Lidl is still working out what to do as the deadline approaches.
A spokeswoman says it has been “closely considering” any impact the 5p levy may have on future carrier bag sales. “We are in the process of defining a consistent, national approach that meets both our business and environmental objectives.”
As for M&S, which has always donated bag revenue to charity, a spokesman says “it’s business as usual” though it will start charging for carrier bags for clothing.
Five things retailers need to know…
The official guidance from Defra has been ridiculed as complex and confusing. So here is a stripped-down version
1. From 5 October, retailers need to charge customers a minimum of 5p per carrier bag
2. There are some logical exceptions. For instance, retailers don’t need to charge when a bag is in effect used as wrapping, for example when a raw fish is placed into a plastic bag. Just use your common sense and try not to panic
3. Retailers must record the number of bags supplied, their costs, revenue raised and where they donated it
4. These records must be kept for three years and sent to Defra by 31 May each year
5. Failure to charge for bags or provide accurate reports to Defra could result in a fine of up to £20,000
Biodegradable bags anyone? What role is there for innovation?
High up in the dusty Sardinian hills, something futuristic is taking place. On the North west coast, in the middle of a rundown industrial site, more than £140m has been spent creating the vast Matrìca biochemistry complex, which has developed a pioneering method to make plastic out of local scrubland crops, like thistles.

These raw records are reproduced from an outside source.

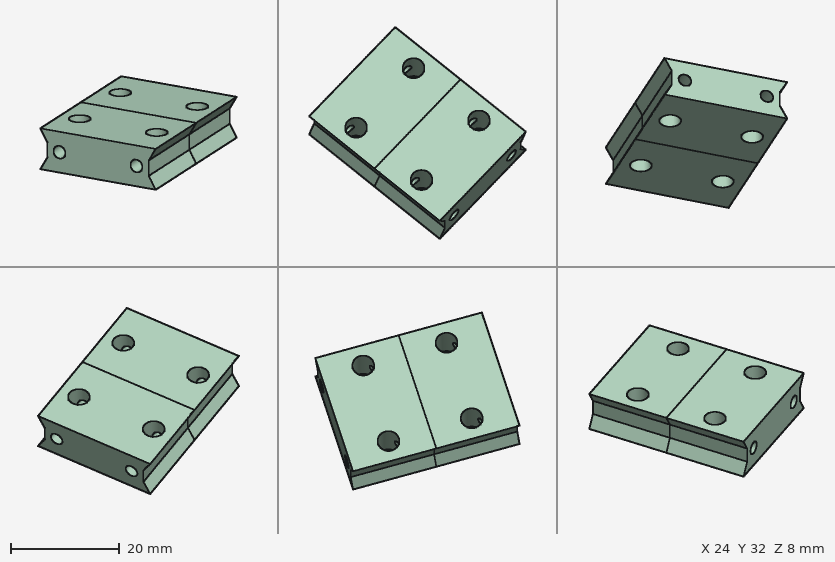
import cadquery as cq
import math

width = 24.0
block_length = 16.0
height = 8.0
block_count = 2

groove_floor = 3.0
flank_angle = 30.0
groove_depth = (height - groove_floor) / 2 * math.tan(math.radians(flank_angle))

hole_spacing = 16.0
bolt_diameter = 4.0
rod_diameter = 2.45


def make_profile():
    """Block cross-section in XZ, with a groove on each side."""
    edge_x = width / 2
    floor_x = edge_x - groove_depth
    top_z = height / 2
    floor_z = groove_floor / 2
    return cq.Workplane("XZ").polyline([
        (-edge_x, -top_z),
        (edge_x, -top_z),
        (floor_x, -floor_z),
        (floor_x, floor_z),
        (edge_x, top_z),
        (-edge_x, top_z),
        (-floor_x, floor_z),
        (-floor_x, -floor_z),
    ]).close()


def make_hole_pair(plane, diameter, depth):
    """Two cylinders spaced in X, centred on the given plane."""
    return (
        cq.Workplane(plane)
        .rarray(hole_spacing, 0.32, 2, 1)
        .circle(diameter / 2)
        .extrude(depth / 2, both=True)
    )


def make_block(center_y):
    """One grooved block with its bolt and rod holes."""
    block = make_profile().extrude(block_length / 2, both=True)
    block = block.cut(make_hole_pair("XY", bolt_diameter, height))
    block = block.cut(make_hole_pair("XZ", rod_diameter, block_length))
    return block.translate((0, center_y, 0))


blocks = []
for index in range(block_count):
    center_y = (index - (block_count - 1) / 2) * block_length
    blocks.append(make_block(center_y).val())

result = cq.Compound.makeCompound(blocks)

The joint venture, between petrochemical company Versalis and bioplastics specialist Novamont, is working on several applications for the plastic, including compostable carrier bags (which are currently used in more than 600 Co-op stores). The carrier bag charge currently makes no exemptions for eco-friendly bags like these, though Defra is considering an exemption to encourage development of a “new, genuinely biodegradable, more environmentally friendly bag” that could be exempt from the charge at a later date.